A finiteness property for semi-simple algebraic groups Let $G$ be a semi-simple algebraic group over a field $K$, I am considering a question about whether there exists a finite set of semi-simple $K$-subgroups, say $H_1,...,H_r$, such that for any  semi-simple $K$-subgroup $H\subset G$, $H$ is conjugate to one of the $H_i$ by an element in $G(K)$?
I know the answer is "no" for $K=\mathbb{Q}$. In fact, for any quaternion algebra $\mathcal{D}$ over $\mathbb{Q}$, the group $\mathrm{SL}(\mathcal{D})$ can be embedded in $\mathrm{SL}_4(\mathbb{Q})$. As $\mathcal{D}$ varies, we got infinitely many semi-simple subgroups $\mathrm{SL}(\mathcal{D})$ of $\mathrm{SL}_4(\mathbb{Q})$ that are not isomorphic to each other, therefore not conjugate to each other.
Now I would like to ask what happens if $K=\mathbb{R}$, I think the answer is yes, but how to prove it? And what about $K=\mathbb{Q}_p$ or some other fields?
Thanks very much!
 A: In case it is useful to the OP, here is a reference: 
Richardson, R. A rigidity theorem for subalgebras of Lie and associative algebras. Illinois J. Math. 11 1967 92–110. 
Proposition 12.1 seems to be the relevant result.
A: For fields of characteristic zero one can argue as follows: Assume first that $K$ is algebraically closed. Since semisimple subgroups of $G$ correspond bijectively to semisimple subalgebras of $\mathfrak g={\rm Lie}\,G$ it suffices to consider the same problem in $\mathfrak g$. The advantage is that the subalgebras of $\mathfrak g$ form the points of a variety $SA(\mathfrak g)$ (a closed subvariety of the Grassmannian) on which $G$ acts. Now we use that semisimple subalgebras are rigid, i.e., if two are "nearby" they are conjugated. The proof uses the following idea: the tangent space of $SA(\mathfrak g)$ in some $\mathfrak h$ can be interpreted as the space of cocycles while the tangent space to the orbit as coboundaries. Vanishing of some cohomology group (that's where semisimplicity is used) yields equality of both tangent spaces. I remember a survey of Kraft on this topic. This means now that the orbits of semisimple algebras are open in $SA(\mathfrak g)$. Clearly, there are only finitely many of them. That $G$ is semisimple is immaterial. So we get: any linear algebraic group contains only finitely many conjugacy classes of semisimple subgroups.

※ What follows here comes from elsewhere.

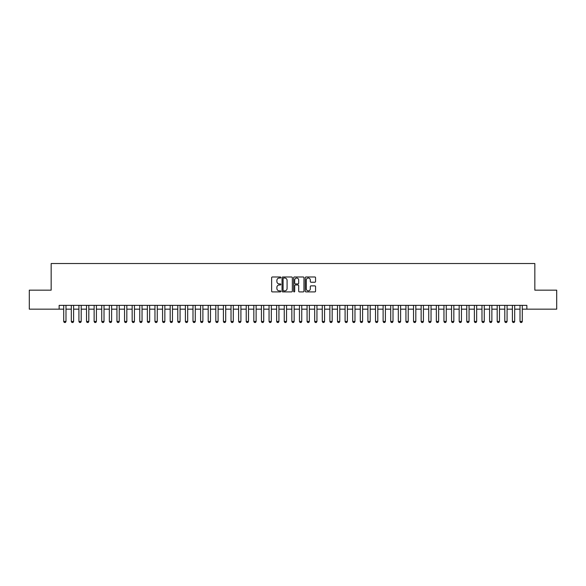 <?xml version="1.0" encoding="UTF-8"?>
<svg xmlns="http://www.w3.org/2000/svg" width="586" height="586" viewBox="0 0 586 586"><rect width="100%" height="100%" fill="white"/><g stroke="black" fill="none" stroke-linecap="round" stroke-linejoin="round"><path stroke-width="0.88" d="M280.833 277.5A0.52 0.52 0 0 0 280.313 276.98L272.38 276.98A0.747 0.747 0 0 0 271.633 277.727L271.633 291.161A0.747 0.747 0 0 0 272.38 291.909L280.313 291.909A0.52 0.52 0 0 0 280.833 291.389A0.52 0.52 0 0 0 280.313 290.861L279.28 290.861A2.388 2.388 0 0 1 276.892 288.473L276.892 287.352A2.388 2.388 0 0 1 279.28 284.964L280.313 284.964A0.52 0.52 0 0 0 280.833 284.444A0.52 0.52 0 0 0 280.313 283.924L279.28 283.924A2.388 2.388 0 0 1 276.892 281.536L276.892 280.416A2.388 2.388 0 0 1 279.28 278.028L280.313 278.028A0.52 0.52 0 0 0 280.833 277.5M314.814 282.24A0.747 0.747 0 0 0 315.561 281.492L315.561 277.727A0.747 0.747 0 0 0 314.814 276.98L306.009 276.98A0.747 0.747 0 0 0 305.262 277.727L305.262 291.161A0.747 0.747 0 0 0 306.009 291.909L314.814 291.909A0.747 0.747 0 0 0 315.561 291.161L315.561 286.613A0.747 0.747 0 0 0 314.814 285.865L311.049 285.865A0.747 0.747 0 0 0 310.302 286.613L310.302 288.869A2 2 0 0 1 308.302 290.861A2 2 0 0 1 306.31 288.869L306.31 280.02A2 2 0 0 1 308.302 278.028A2 2 0 0 1 310.302 280.02L310.302 281.492A0.747 0.747 0 0 0 311.049 282.24L314.814 282.24M59.149 309.159L29.3 309.159L29.3 290.151L51.165 290.151L51.165 263.532L534.835 263.532L534.835 290.151L556.7 290.151L556.7 309.159L526.851 309.159L526.851 305.357L59.149 305.357L59.149 309.159L63.713 309.159M292.348 277.727A0.747 0.747 0 0 0 291.601 276.98L282.789 276.98A0.747 0.747 0 0 0 282.049 277.727L282.049 291.161A0.747 0.747 0 0 0 282.789 291.909L291.601 291.909A0.747 0.747 0 0 0 292.348 291.161L292.348 277.727M294.399 276.98L303.211 276.98A0.747 0.747 0 0 1 303.951 277.727L303.951 291.161A0.747 0.747 0 0 1 303.211 291.909L299.439 291.909A0.747 0.747 0 0 1 298.692 291.161L298.692 285.712A0.747 0.747 0 0 0 297.944 284.964L295.447 284.964A0.747 0.747 0 0 0 294.699 285.712L294.699 291.389A0.52 0.52 0 0 1 294.179 291.909A0.52 0.52 0 0 1 293.652 291.389L293.652 277.727A0.747 0.747 0 0 1 294.399 276.98M65.991 309.159L71.316 309.159M73.602 309.159L78.92 309.159M81.205 309.159L86.53 309.159M88.808 309.159L94.134 309.159M96.412 309.159L101.737 309.159M104.015 309.159L109.34 309.159M111.626 309.159L116.944 309.159M119.229 309.159L124.554 309.159M126.832 309.159L132.158 309.159M134.436 309.159L139.761 309.159M142.039 309.159L147.364 309.159M149.65 309.159L154.968 309.159M157.253 309.159L162.578 309.159M164.856 309.159L170.182 309.159M172.46 309.159L177.785 309.159M180.07 309.159L185.388 309.159M187.674 309.159L192.999 309.159M195.277 309.159L200.602 309.159M202.881 309.159L208.206 309.159M210.484 309.159L215.809 309.159M218.095 309.159L223.413 309.159M225.698 309.159L231.023 309.159M233.301 309.159L238.627 309.159M240.905 309.159L246.23 309.159M248.508 309.159L253.833 309.159M256.119 309.159L261.437 309.159M263.722 309.159L269.047 309.159M271.325 309.159L276.651 309.159M278.929 309.159L284.254 309.159M286.539 309.159L291.857 309.159M294.143 309.159L299.461 309.159M301.746 309.159L307.071 309.159M309.349 309.159L314.675 309.159M316.953 309.159L322.278 309.159M324.563 309.159L329.881 309.159M332.167 309.159L337.492 309.159M339.77 309.159L345.095 309.159M347.373 309.159L352.699 309.159M354.977 309.159L360.302 309.159M362.588 309.159L367.905 309.159M370.191 309.159L375.516 309.159M377.794 309.159L383.119 309.159M385.398 309.159L390.723 309.159M393.001 309.159L398.326 309.159M400.612 309.159L405.93 309.159M408.215 309.159L413.54 309.159M415.818 309.159L421.144 309.159M423.422 309.159L428.747 309.159M431.032 309.159L436.35 309.159M438.636 309.159L443.961 309.159M446.239 309.159L451.564 309.159M453.842 309.159L459.168 309.159M461.446 309.159L466.771 309.159M469.056 309.159L474.374 309.159M476.66 309.159L481.985 309.159M484.263 309.159L489.588 309.159M491.866 309.159L497.192 309.159M499.47 309.159L504.795 309.159M507.08 309.159L512.398 309.159M514.684 309.159L520.009 309.159M522.287 309.159L526.851 309.159M283.617 278.028A0.52 0.52 0 0 0 283.089 278.548L283.089 290.341A0.52 0.52 0 0 0 283.617 290.861L284.693 290.861A2.388 2.388 0 0 0 287.081 288.473L287.081 280.416A2.388 2.388 0 0 0 284.693 278.028L283.617 278.028M298.692 280.057A2 2 0 0 0 296.692 278.064A2 2 0 0 0 294.699 280.057L294.699 283.177A0.747 0.747 0 0 0 295.447 283.924L297.944 283.924A0.747 0.747 0 0 0 298.692 283.177L298.692 280.057M65.991 305.357L65.991 321.48L65.427 322.468L64.284 322.468L63.713 321.48L63.713 305.357M63.713 321.48L65.991 321.48M73.602 305.357L73.602 321.48L73.03 322.468L71.888 322.468L71.316 321.48L71.316 305.357M71.316 321.48L73.602 321.48M81.205 305.357L81.205 321.48L80.634 322.468L79.491 322.468L78.92 321.48L78.92 305.357M78.92 321.48L81.205 321.48M88.808 305.357L88.808 321.48L88.237 322.468L87.094 322.468L86.53 321.48L86.53 305.357M86.53 321.48L88.808 321.48M96.412 305.357L96.412 321.48L95.84 322.468L94.705 322.468L94.134 321.48L94.134 305.357M94.134 321.48L96.412 321.48M104.015 305.357L104.015 321.48L103.451 322.468L102.308 322.468L101.737 321.48L101.737 305.357M101.737 321.48L104.015 321.48M111.626 305.357L111.626 321.48L111.054 322.468L109.912 322.468L109.34 321.48L109.34 305.357M109.34 321.48L111.626 321.48M119.229 305.357L119.229 321.48L118.658 322.468L117.515 322.468L116.944 321.48L116.944 305.357M116.944 321.48L119.229 321.48M126.832 305.357L126.832 321.48L126.261 322.468L125.118 322.468L124.554 321.48L124.554 305.357M124.554 321.48L126.832 321.48M134.436 305.357L134.436 321.48L133.864 322.468L132.729 322.468L132.158 321.48L132.158 305.357M132.158 321.48L134.436 321.48M142.039 305.357L142.039 321.48L141.475 322.468L140.332 322.468L139.761 321.48L139.761 305.357M139.761 321.48L142.039 321.48M149.65 305.357L149.65 321.48L149.078 322.468L147.936 322.468L147.364 321.48L147.364 305.357M147.364 321.48L149.65 321.48M157.253 305.357L157.253 321.48L156.682 322.468L155.539 322.468L154.968 321.48L154.968 305.357M154.968 321.48L157.253 321.48M164.856 305.357L164.856 321.48L164.285 322.468L163.15 322.468L162.578 321.48L162.578 305.357M162.578 321.48L164.856 321.48M172.46 305.357L172.46 321.48L171.888 322.468L170.753 322.468L170.182 321.48L170.182 305.357M170.182 321.48L172.46 321.48M180.07 305.357L180.07 321.48L179.499 322.468L178.356 322.468L177.785 321.48L177.785 305.357M177.785 321.48L180.07 321.48M187.674 305.357L187.674 321.48L187.102 322.468L185.96 322.468L185.388 321.48L185.388 305.357M185.388 321.48L187.674 321.48M195.277 305.357L195.277 321.48L194.706 322.468L193.563 322.468L192.999 321.48L192.999 305.357M192.999 321.48L195.277 321.48M202.881 305.357L202.881 321.48L202.309 322.468L201.174 322.468L200.602 321.48L200.602 305.357M200.602 321.48L202.881 321.48M210.484 305.357L210.484 321.48L209.92 322.468L208.777 322.468L208.206 321.48L208.206 305.357M208.206 321.48L210.484 321.48M218.095 305.357L218.095 321.48L217.523 322.468L216.38 322.468L215.809 321.48L215.809 305.357M215.809 321.48L218.095 321.48M225.698 305.357L225.698 321.48L225.127 322.468L223.984 322.468L223.413 321.48L223.413 305.357M223.413 321.48L225.698 321.48M233.301 305.357L233.301 321.48L232.73 322.468L231.587 322.468L231.023 321.48L231.023 305.357M231.023 321.48L233.301 321.48M240.905 305.357L240.905 321.48L240.333 322.468L239.198 322.468L238.627 321.48L238.627 305.357M238.627 321.48L240.905 321.48M248.508 305.357L248.508 321.48L247.944 322.468L246.801 322.468L246.23 321.48L246.23 305.357M246.23 321.48L248.508 321.48M256.119 305.357L256.119 321.48L255.547 322.468L254.405 322.468L253.833 321.48L253.833 305.357M253.833 321.48L256.119 321.48M263.722 305.357L263.722 321.48L263.151 322.468L262.008 322.468L261.437 321.48L261.437 305.357M261.437 321.48L263.722 321.48M271.325 305.357L271.325 321.48L270.754 322.468L269.611 322.468L269.047 321.48L269.047 305.357M269.047 321.48L271.325 321.48M278.929 305.357L278.929 321.48L278.357 322.468L277.222 322.468L276.651 321.48L276.651 305.357M276.651 321.48L278.929 321.48M286.539 305.357L286.539 321.48L285.968 322.468L284.825 322.468L284.254 321.48L284.254 305.357M284.254 321.48L286.539 321.48M294.143 305.357L294.143 321.48L293.571 322.468L292.429 322.468L291.857 321.48L291.857 305.357M291.857 321.48L294.143 321.48M301.746 305.357L301.746 321.48L301.175 322.468L300.032 322.468L299.461 321.48L299.461 305.357M299.461 321.48L301.746 321.48M309.349 305.357L309.349 321.48L308.778 322.468L307.643 322.468L307.071 321.48L307.071 305.357M307.071 321.48L309.349 321.48M316.953 305.357L316.953 321.48L316.389 322.468L315.246 322.468L314.675 321.48L314.675 305.357M314.675 321.48L316.953 321.48M324.563 305.357L324.563 321.48L323.992 322.468L322.849 322.468L322.278 321.48L322.278 305.357M322.278 321.48L324.563 321.48M332.167 305.357L332.167 321.48L331.595 322.468L330.453 322.468L329.881 321.48L329.881 305.357M329.881 321.48L332.167 321.48M339.77 305.357L339.77 321.48L339.199 322.468L338.056 322.468L337.492 321.48L337.492 305.357M337.492 321.48L339.77 321.48M347.373 305.357L347.373 321.48L346.802 322.468L345.667 322.468L345.095 321.48L345.095 305.357M345.095 321.48L347.373 321.48M354.977 305.357L354.977 321.48L354.413 322.468L353.27 322.468L352.699 321.48L352.699 305.357M352.699 321.48L354.977 321.48M362.588 305.357L362.588 321.48L362.016 322.468L360.873 322.468L360.302 321.48L360.302 305.357M360.302 321.48L362.588 321.48M370.191 305.357L370.191 321.48L369.62 322.468L368.477 322.468L367.905 321.48L367.905 305.357M367.905 321.48L370.191 321.48M377.794 305.357L377.794 321.48L377.223 322.468L376.08 322.468L375.516 321.48L375.516 305.357M375.516 321.48L377.794 321.48M385.398 305.357L385.398 321.48L384.826 322.468L383.691 322.468L383.119 321.48L383.119 305.357M383.119 321.48L385.398 321.48M393.001 305.357L393.001 321.48L392.437 322.468L391.294 322.468L390.723 321.48L390.723 305.357M390.723 321.48L393.001 321.48M400.612 305.357L400.612 321.48L400.04 322.468L398.898 322.468L398.326 321.48L398.326 305.357M398.326 321.48L400.612 321.48M408.215 305.357L408.215 321.48L407.644 322.468L406.501 322.468L405.93 321.48L405.93 305.357M405.93 321.48L408.215 321.48M415.818 305.357L415.818 321.48L415.247 322.468L414.112 322.468L413.54 321.48L413.54 305.357M413.54 321.48L415.818 321.48M423.422 305.357L423.422 321.48L422.85 322.468L421.715 322.468L421.144 321.48L421.144 305.357M421.144 321.48L423.422 321.48M431.032 305.357L431.032 321.48L430.461 322.468L429.318 322.468L428.747 321.48L428.747 305.357M428.747 321.48L431.032 321.48M438.636 305.357L438.636 321.48L438.064 322.468L436.922 322.468L436.35 321.48L436.35 305.357M436.35 321.48L438.636 321.48M446.239 305.357L446.239 321.48L445.668 322.468L444.525 322.468L443.961 321.48L443.961 305.357M443.961 321.48L446.239 321.48M453.842 305.357L453.842 321.48L453.271 322.468L452.136 322.468L451.564 321.48L451.564 305.357M451.564 321.48L453.842 321.48M461.446 305.357L461.446 321.48L460.882 322.468L459.739 322.468L459.168 321.48L459.168 305.357M459.168 321.48L461.446 321.48M469.056 305.357L469.056 321.48L468.485 322.468L467.342 322.468L466.771 321.48L466.771 305.357M466.771 321.48L469.056 321.48M476.66 305.357L476.66 321.48L476.088 322.468L474.946 322.468L474.374 321.48L474.374 305.357M474.374 321.48L476.66 321.48M484.263 305.357L484.263 321.48L483.692 322.468L482.549 322.468L481.985 321.48L481.985 305.357M481.985 321.48L484.263 321.48M491.866 305.357L491.866 321.48L491.295 322.468L490.16 322.468L489.588 321.48L489.588 305.357M489.588 321.48L491.866 321.48M499.47 305.357L499.47 321.48L498.906 322.468L497.763 322.468L497.192 321.48L497.192 305.357M497.192 321.48L499.47 321.48M507.08 305.357L507.08 321.48L506.509 322.468L505.366 322.468L504.795 321.48L504.795 305.357M504.795 321.48L507.08 321.48M514.684 305.357L514.684 321.48L514.112 322.468L512.97 322.468L512.398 321.48L512.398 305.357M512.398 321.48L514.684 321.48M522.287 305.357L522.287 321.48L521.716 322.468L520.573 322.468L520.009 321.48L520.009 305.357M520.009 321.48L522.287 321.48"/></g></svg>

If $K$ is not algebraically closed then the same result would follow if $(G/H)(K)$ decomposes into finitely many $G(K)$-orbits for any semisimple $H$. This is known for local fields by Borel-Serre.
In positive characteristic, the finiteness result above is wrong: there are continuous families of pairwise non conjugate semisimple subgroups. But it may be still true that there are only finitely many classes of maximal subgroups. This probably follows from works of Seitz et at.